• [What this task involves]: Search the material below for the string "test" and extract each line that has it.

• [Records for processing]:

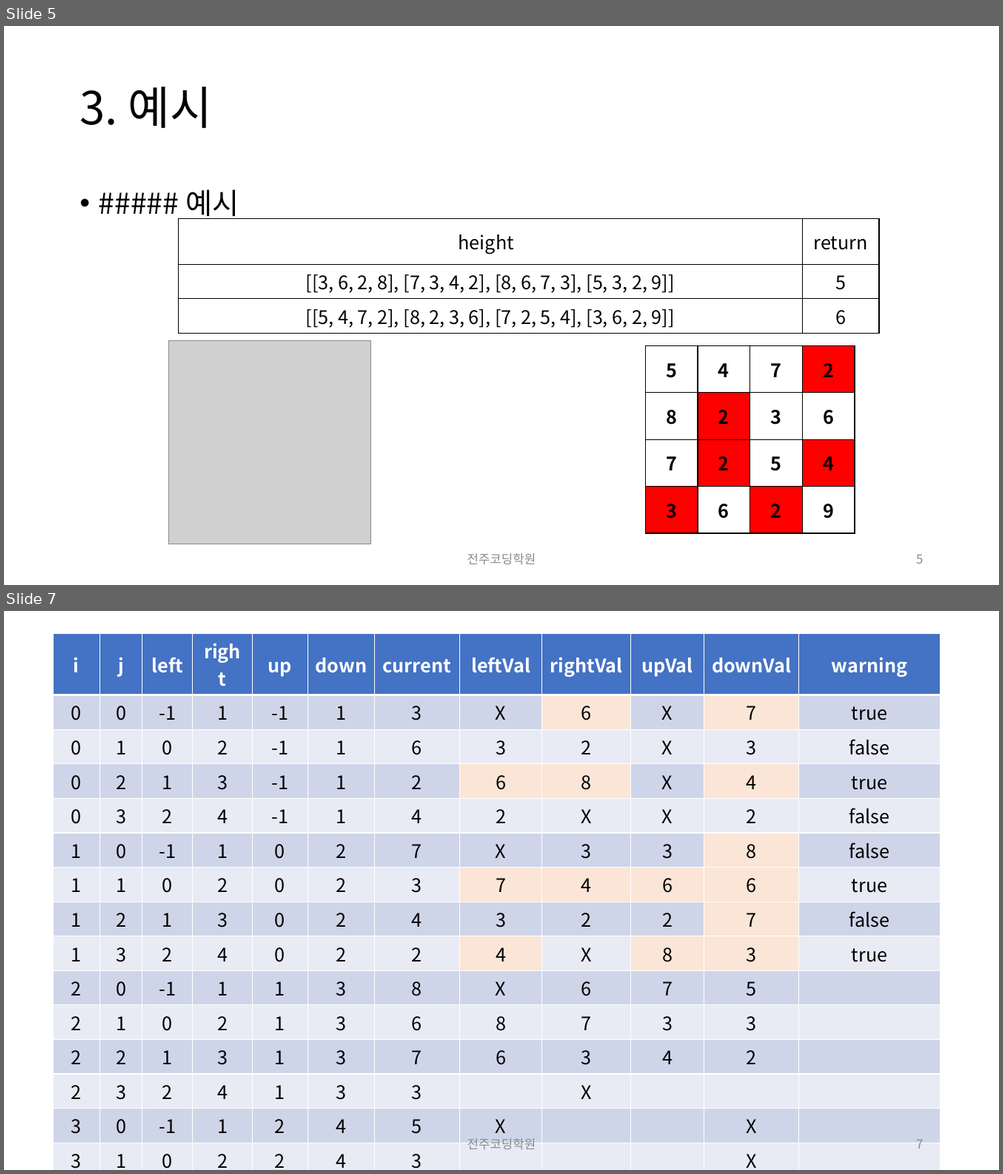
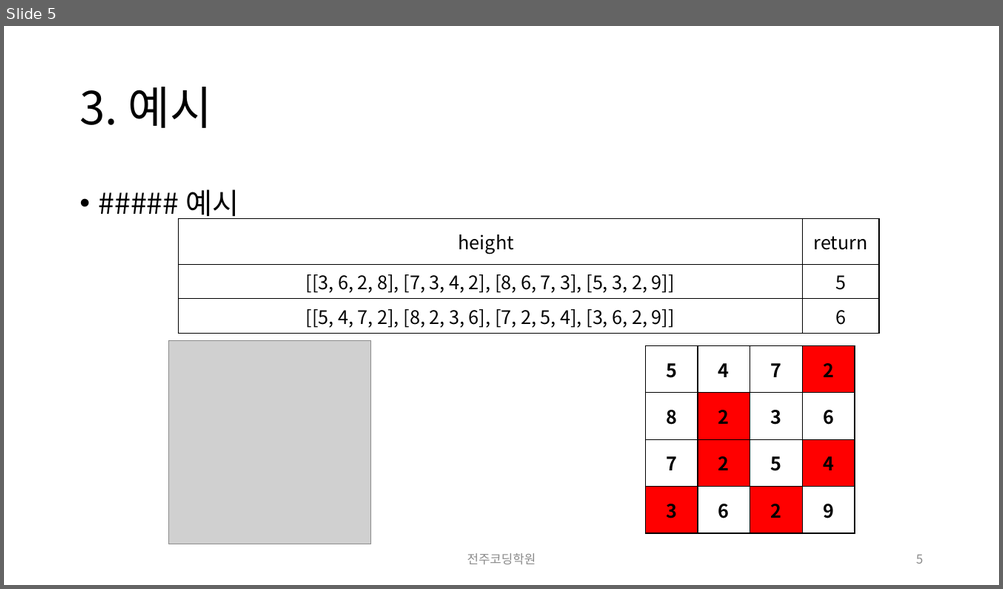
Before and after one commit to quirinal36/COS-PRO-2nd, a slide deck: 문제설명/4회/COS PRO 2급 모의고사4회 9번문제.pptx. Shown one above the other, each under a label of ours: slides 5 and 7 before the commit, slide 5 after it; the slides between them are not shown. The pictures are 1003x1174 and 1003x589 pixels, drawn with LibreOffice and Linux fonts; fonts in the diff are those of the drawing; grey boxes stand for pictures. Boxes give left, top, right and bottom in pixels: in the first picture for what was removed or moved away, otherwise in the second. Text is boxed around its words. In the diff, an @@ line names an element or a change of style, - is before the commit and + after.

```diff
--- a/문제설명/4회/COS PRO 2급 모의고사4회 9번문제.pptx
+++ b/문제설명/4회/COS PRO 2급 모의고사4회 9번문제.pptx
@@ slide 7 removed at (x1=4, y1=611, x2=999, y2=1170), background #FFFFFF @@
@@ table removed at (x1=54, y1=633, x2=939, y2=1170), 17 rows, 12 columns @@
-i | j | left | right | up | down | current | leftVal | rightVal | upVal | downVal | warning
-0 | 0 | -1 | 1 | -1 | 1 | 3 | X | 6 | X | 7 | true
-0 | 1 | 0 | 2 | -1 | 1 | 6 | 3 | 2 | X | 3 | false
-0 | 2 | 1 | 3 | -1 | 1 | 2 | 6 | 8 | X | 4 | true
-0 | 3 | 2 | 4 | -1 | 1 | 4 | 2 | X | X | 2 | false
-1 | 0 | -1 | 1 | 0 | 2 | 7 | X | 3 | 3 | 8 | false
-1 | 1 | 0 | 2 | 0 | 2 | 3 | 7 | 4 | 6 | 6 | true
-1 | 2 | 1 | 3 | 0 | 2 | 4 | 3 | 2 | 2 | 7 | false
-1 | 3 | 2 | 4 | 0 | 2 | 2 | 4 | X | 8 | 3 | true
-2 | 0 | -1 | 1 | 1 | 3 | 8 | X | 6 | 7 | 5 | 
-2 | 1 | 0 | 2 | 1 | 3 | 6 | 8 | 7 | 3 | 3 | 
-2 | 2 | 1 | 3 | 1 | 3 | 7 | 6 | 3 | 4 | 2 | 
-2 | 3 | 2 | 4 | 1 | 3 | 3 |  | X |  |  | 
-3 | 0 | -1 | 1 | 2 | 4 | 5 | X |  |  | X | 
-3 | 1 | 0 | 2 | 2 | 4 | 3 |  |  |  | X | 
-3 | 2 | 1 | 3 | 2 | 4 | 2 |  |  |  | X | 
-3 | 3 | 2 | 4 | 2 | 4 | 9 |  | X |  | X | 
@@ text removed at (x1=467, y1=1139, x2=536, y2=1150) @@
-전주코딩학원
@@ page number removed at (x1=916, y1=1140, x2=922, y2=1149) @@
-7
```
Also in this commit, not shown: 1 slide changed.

==

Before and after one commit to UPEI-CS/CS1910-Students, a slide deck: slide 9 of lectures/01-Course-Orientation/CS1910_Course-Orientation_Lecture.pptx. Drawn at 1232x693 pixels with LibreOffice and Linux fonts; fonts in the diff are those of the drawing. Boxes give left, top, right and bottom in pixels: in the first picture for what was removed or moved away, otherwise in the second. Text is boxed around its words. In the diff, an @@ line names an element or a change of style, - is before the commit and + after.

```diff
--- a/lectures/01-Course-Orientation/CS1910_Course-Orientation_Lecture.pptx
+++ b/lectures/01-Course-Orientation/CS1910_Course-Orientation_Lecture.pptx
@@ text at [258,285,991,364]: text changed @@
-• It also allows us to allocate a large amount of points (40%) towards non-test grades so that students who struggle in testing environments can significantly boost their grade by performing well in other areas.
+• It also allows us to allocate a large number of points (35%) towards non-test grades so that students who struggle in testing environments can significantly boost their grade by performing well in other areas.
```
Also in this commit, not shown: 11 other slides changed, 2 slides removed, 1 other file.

• [Task answer]:
-• It also allows us to allocate a large amount of points (40%) towards non-test grades so that students who struggle in testing environments can significantly boost their grade by performing well in other areas.
+• It also allows us to allocate a large number of points (35%) towards non-test grades so that students who struggle in testing environments can significantly boost their grade by performing well in other areas.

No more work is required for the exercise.